Higher dependency on incentives

It is understandable that you would like to incentivize users and run contests to prompt members for participation. It is definitely a great tactic to get the members to participate in the community and increase user activity. However, this type of incentivization should not be something with which members should get accustomed.

Otherwise, keeping the community active would not be viable in the long term.Motivating members for participation, engaging and boosting user activity should be ingrained in the community itself. If the users will only participate in the internet points, the engagement won’t be authentic.

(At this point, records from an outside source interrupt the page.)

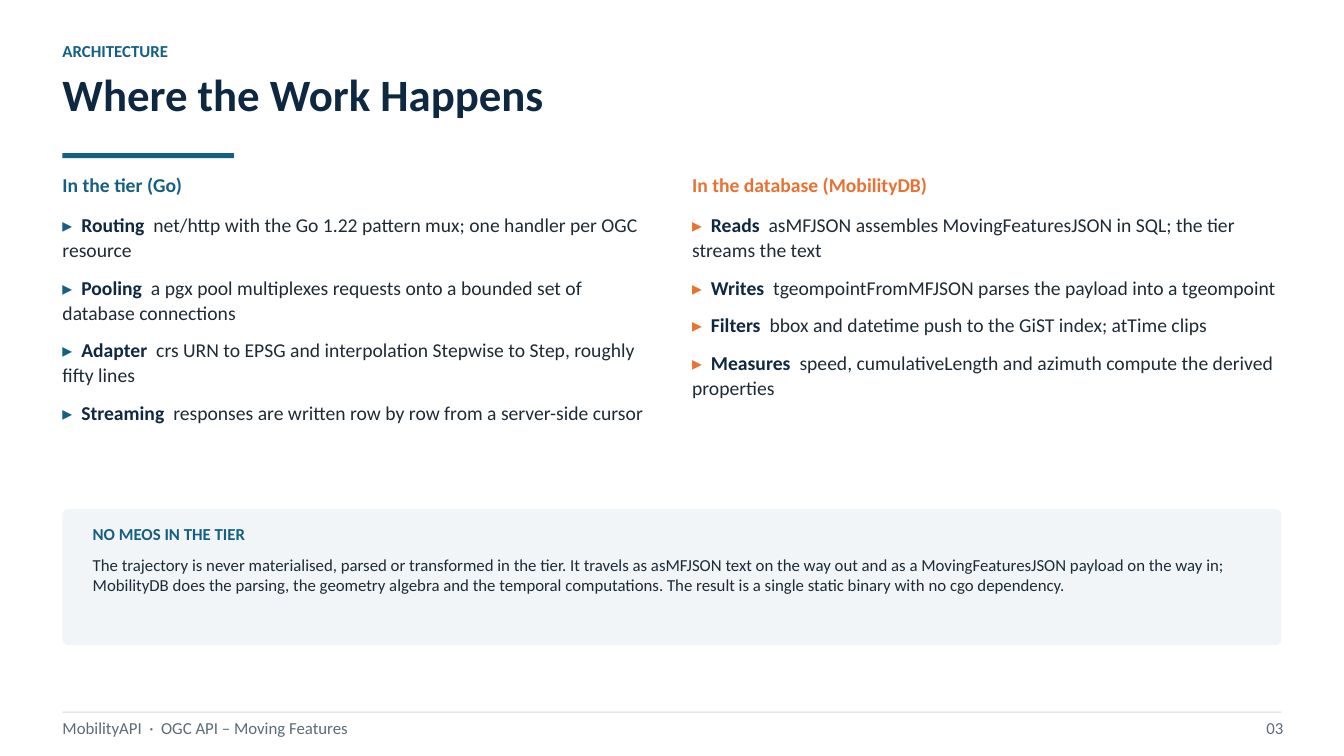
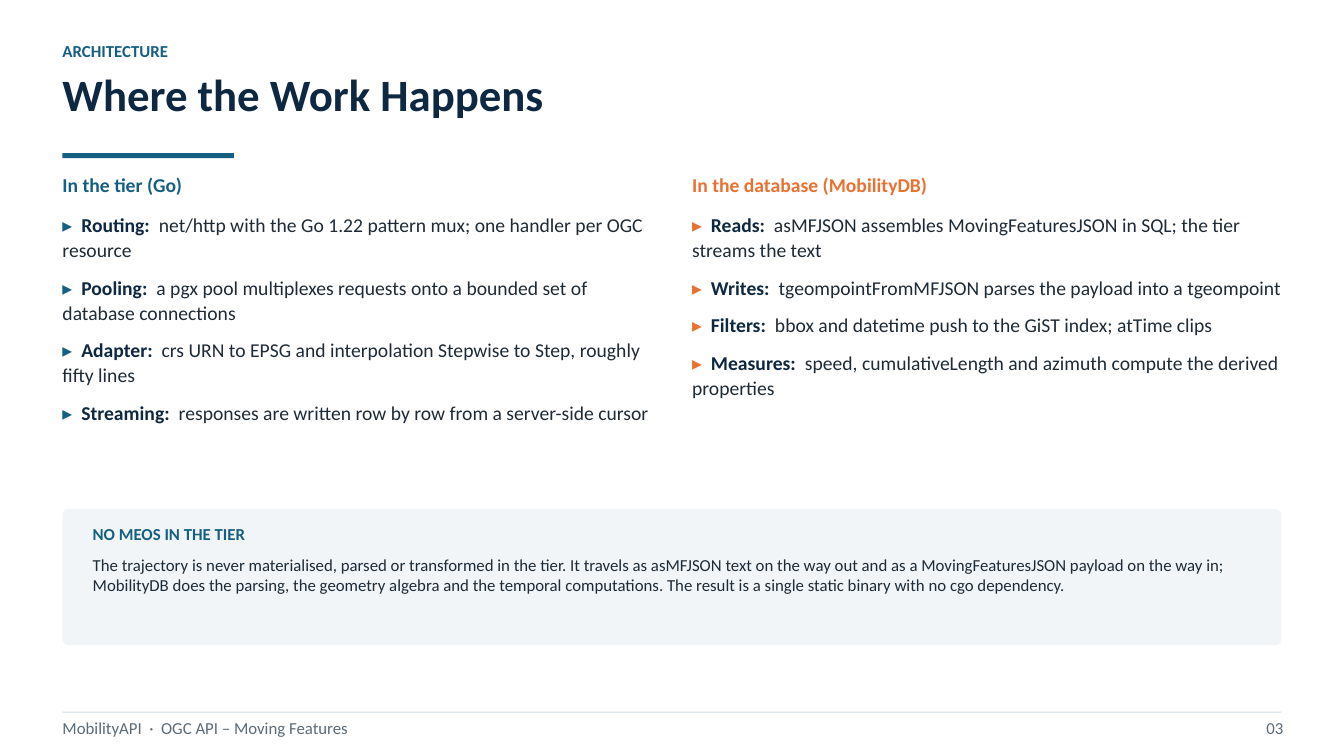
Before and after one commit to MobilityDB/MobilityAPI, a slide deck: slide 3 of MobilityAPIV5.pptx. Drawn at 1344x756 pixels with LibreOffice and Linux fonts; fonts in the diff are those of the drawing. Boxes give left, top, right and bottom in pixels: in the first picture for what was removed or moved away, otherwise in the second. Text is boxed around its words. In the diff, an @@ line names an element or a change of style, - is before the commit and + after.

```diff
--- a/MobilityAPIV5.pptx
+++ b/MobilityAPIV5.pptx
@@ text at [62,218,648,424]: text changed @@
-▸ Routing net/http with the Go 1.22 pattern mux; one handler per OGC resource
-▸ Pooling a pgx pool multiplexes requests onto a bounded set of database connections
-▸ Adapter crs URN to EPSG and interpolation Stepwise to Step, roughly fifty lines
-▸ Streaming responses are written row by row from a server-side cursor
+▸ Routing: net/http with the Go 1.22 pattern mux; one handler per OGC resource
+▸ Pooling: a pgx pool multiplexes requests onto a bounded set of database connections
+▸ Adapter: crs URN to EPSG and interpolation Stepwise to Step, roughly fifty lines
+▸ Streaming: responses are written row by row from a server-side cursor
@@ text at [692,218,1280,398]: text changed @@
-▸ Reads asMFJSON assembles MovingFeaturesJSON in SQL; the tier streams the text
-▸ Writes tgeompointFromMFJSON parses the payload into a tgeompoint
-▸ Filters bbox and datetime push to the GiST index; atTime clips
-▸ Measures speed, cumulativeLength and azimuth compute the derived properties
+▸ Reads: asMFJSON assembles MovingFeaturesJSON in SQL; the tier streams the text
+▸ Writes: tgeompointFromMFJSON parses the payload into a tgeompoint
+▸ Filters: bbox and datetime push to the GiST index; atTime clips
+▸ Measures: speed, cumulativeLength and azimuth compute the derived properties
```
Also in this commit, not shown: 14 other slides changed, 1 other file.

Running a promotion and contest occasionally is acceptable, but that should never take the central stage of your strategy. Your goal should be around building honest and valuable connections between members, allowing them to add value to each other and honor participation over a time period. This will be much more effective than distributing t-shirts or company swags.

Conclusion for Common Community Building Mistakes

Creating an online community is definitely a robust medium to bring members together under your brand and reach out to them as well. But, note that the building community takes perseverance and grit to be successful in the long term.We covered some of the most common mistakes in community building, so it’s time for you to start off with a solid foundation and ensure that it delivers the desired business value in the long term.